Your assignment ▸ From the listing below, copy each line that contains the word "Presentation".

Data supplied ▸

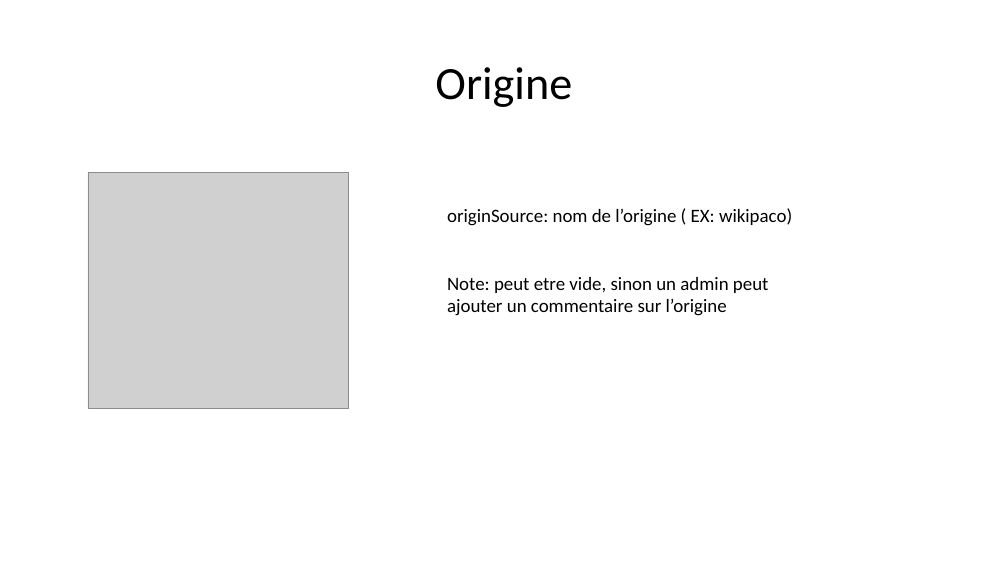
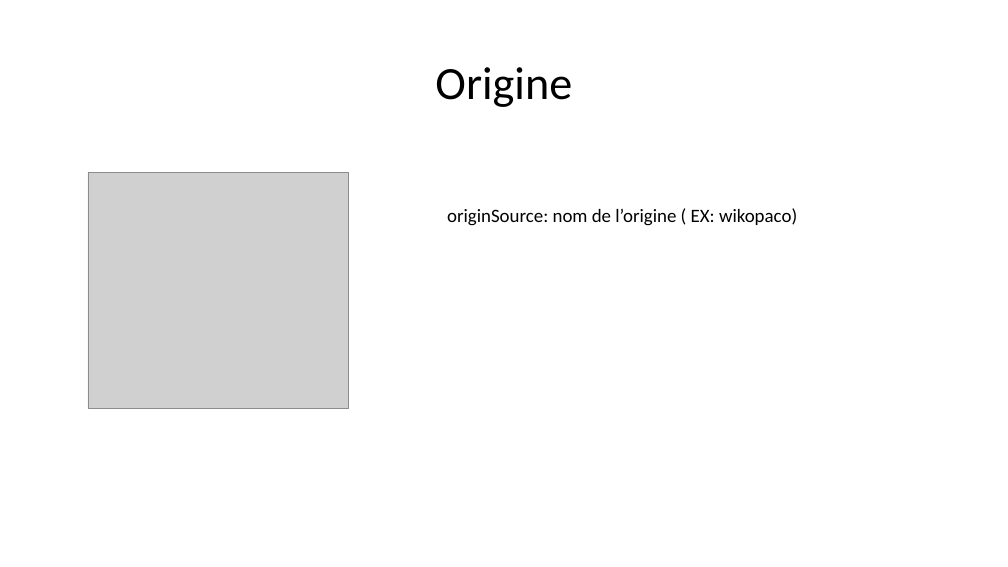
Before and after one commit to Sle3pingForest/StageL3, a slide deck: slide 4 of RapportNam/Nouveau Microsoft PowerPoint Presentation.pptx (slide 10 before the commit). Drawn at 1008x567 pixels with LibreOffice and Linux fonts; fonts in the diff are those of the drawing; grey boxes stand for pictures. Boxes give left, top, right and bottom in pixels: in the first picture for what was removed or moved away, otherwise in the second. Text is boxed around its words. In the diff, an @@ line names an element or a change of style, - is before the commit and + after.

```diff
--- a/RapportNam/Nouveau Microsoft PowerPoint Presentation.pptx
+++ b/RapportNam/Nouveau Microsoft PowerPoint Presentation.pptx
@@ text at (447,208,797,226): text changed @@
-originSource: nom de l’origine ( EX: wikipaco)
+originSource: nom de l’origine ( EX: wikopaco)
@@ text removed at (447,277,769,316) @@
-Note: peut etre vide, sinon un admin peut ajouter un commentaire sur l’origine
```
Also in this commit, not shown: 5 other slides changed, 1 slide added, 2 slides removed, 4 other files.

Answer below ▸
Before and after one commit to Sle3pingForest/StageL3, a slide deck: slide 4 of RapportNam/Nouveau Microsoft PowerPoint Presentation.pptx (slide 10 before the commit). Drawn at 1008x567 pixels with LibreOffice and Linux fonts; fonts in the diff are those of the drawing; grey boxes stand for pictures. Boxes give left, top, right and bottom in pixels: in the first picture for what was removed or moved away, otherwise in the second. Text is boxed around its words. In the diff, an @@ line names an element or a change of style, - is before the commit and + after.
--- a/RapportNam/Nouveau Microsoft PowerPoint Presentation.pptx
+++ b/RapportNam/Nouveau Microsoft PowerPoint Presentation.pptx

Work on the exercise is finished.